[Items from a dataset]
▼

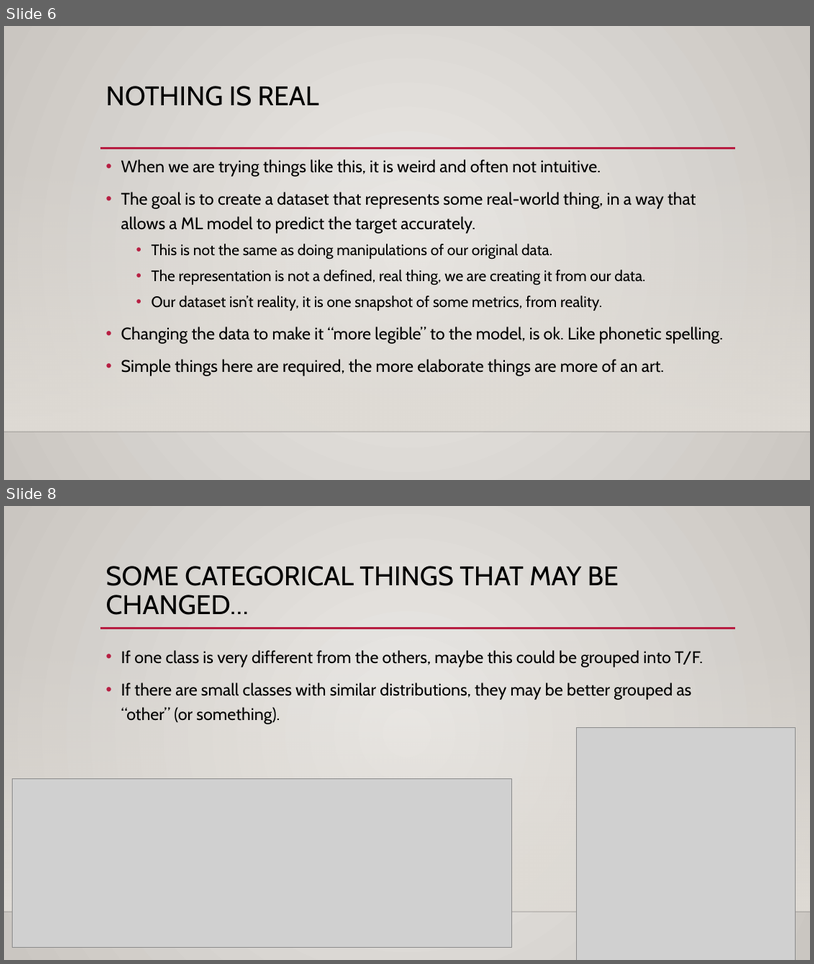
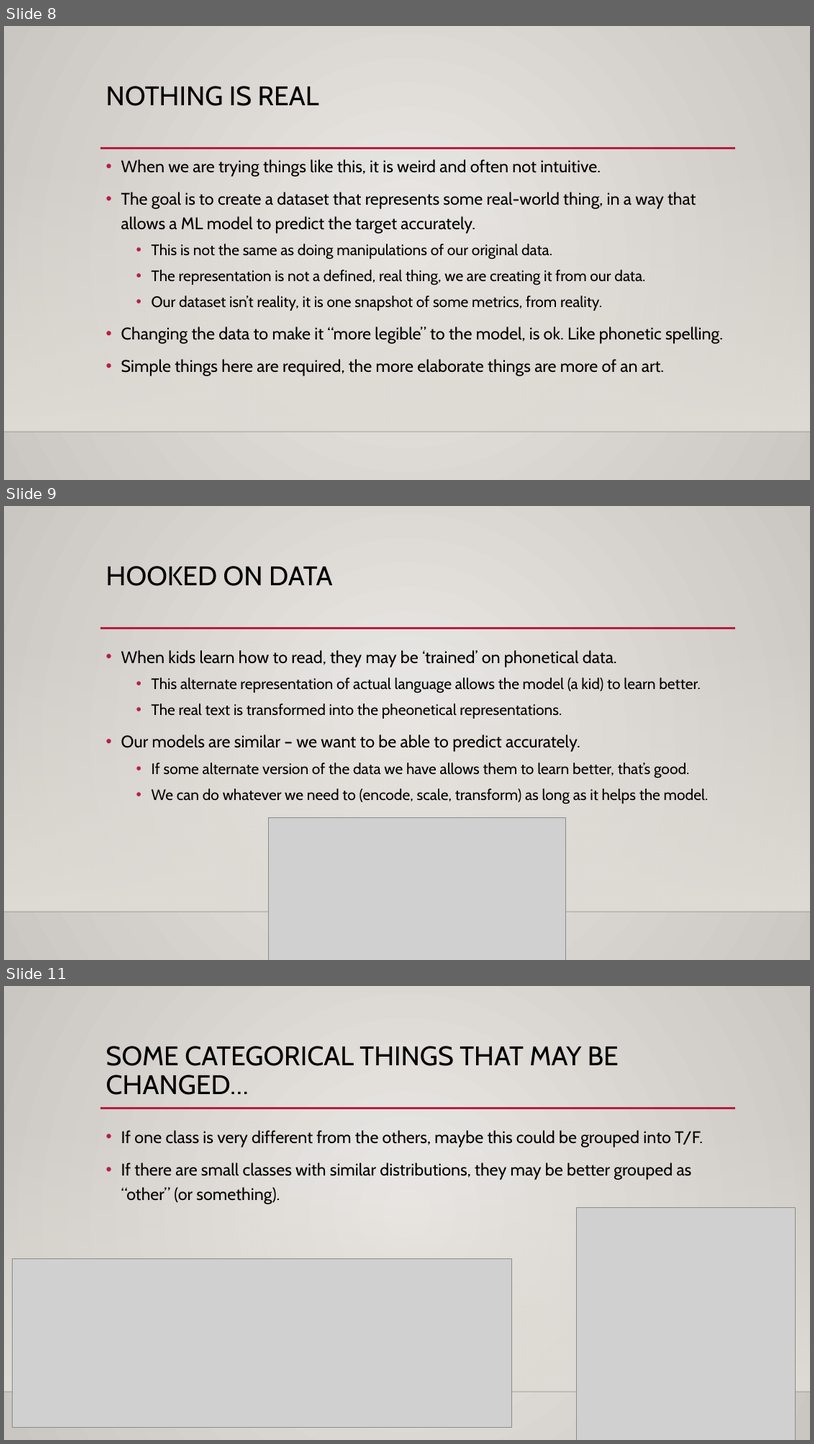
Before and after one commit to AkeemSemper/ML_for_Non_DS_Students, a slide deck: course_resources/slides/Used/018_regression_review_stats.pptx. Shown one above the other, each under a label of ours: slides 6 and 8 before the commit, slides 8, 9 and 11 after it; the slides between them are not shown. The pictures are 814x964 and 814x1444 pixels, drawn with LibreOffice and Linux fonts; fonts in the diff are those of the drawing; grey boxes stand for pictures; background and template pictures are left out. Boxes give left, top, right and bottom in pixels: in the first picture for what was removed or moved away, otherwise in the second. Text is boxed around its words. In the diff, an @@ line names an element or a change of style, - is before the commit and + after.

```diff
--- a/course_resources/slides/Used/018_regression_review_stats.pptx
+++ b/course_resources/slides/Used/018_regression_review_stats.pptx
@@ slide 9 added at [4,506,810,960], background gradient #ECEAE7 to #CAC7C1; not listed: 3 template elements that a slide beside it also shows @@
@@ title added at [106,566,333,586], 32 pt, text #000000 @@
+HOOKED ON DATA
@@ text added at [121,650,709,804], 18 pt, text #000000 @@
+• When kids learn how to read, they may be ‘trained’ on phonetical data.
+  • This alternate representation of actual language allows the model (a kid) to learn better.
+  • The real text is transformed into the pheonetical representations.
+• Our models are similar – we want to be able to predict accurately.
+  • If some alternate version of the data we have allows them to learn better, that’s good.
+  • We can do whatever we need to (encode, scale, transform) as long as it helps the model.
@@ picture added at [269,817,566,960] @@
@@ what was slide 6 is now slide 8 @@
@@ what was slide 8 is now slide 11 @@
```
Also in this commit, not shown: 2 slides changed, 2 other slides added, 2 other files.

▲

Scan the records for lines that hold "learn", and reproduce each one you find.

+• When kids learn how to read, they may be ‘trained’ on phonetical data.
+  • This alternate representation of actual language allows the model (a kid) to learn better.
+  • If some alternate version of the data we have allows them to learn better, that’s good.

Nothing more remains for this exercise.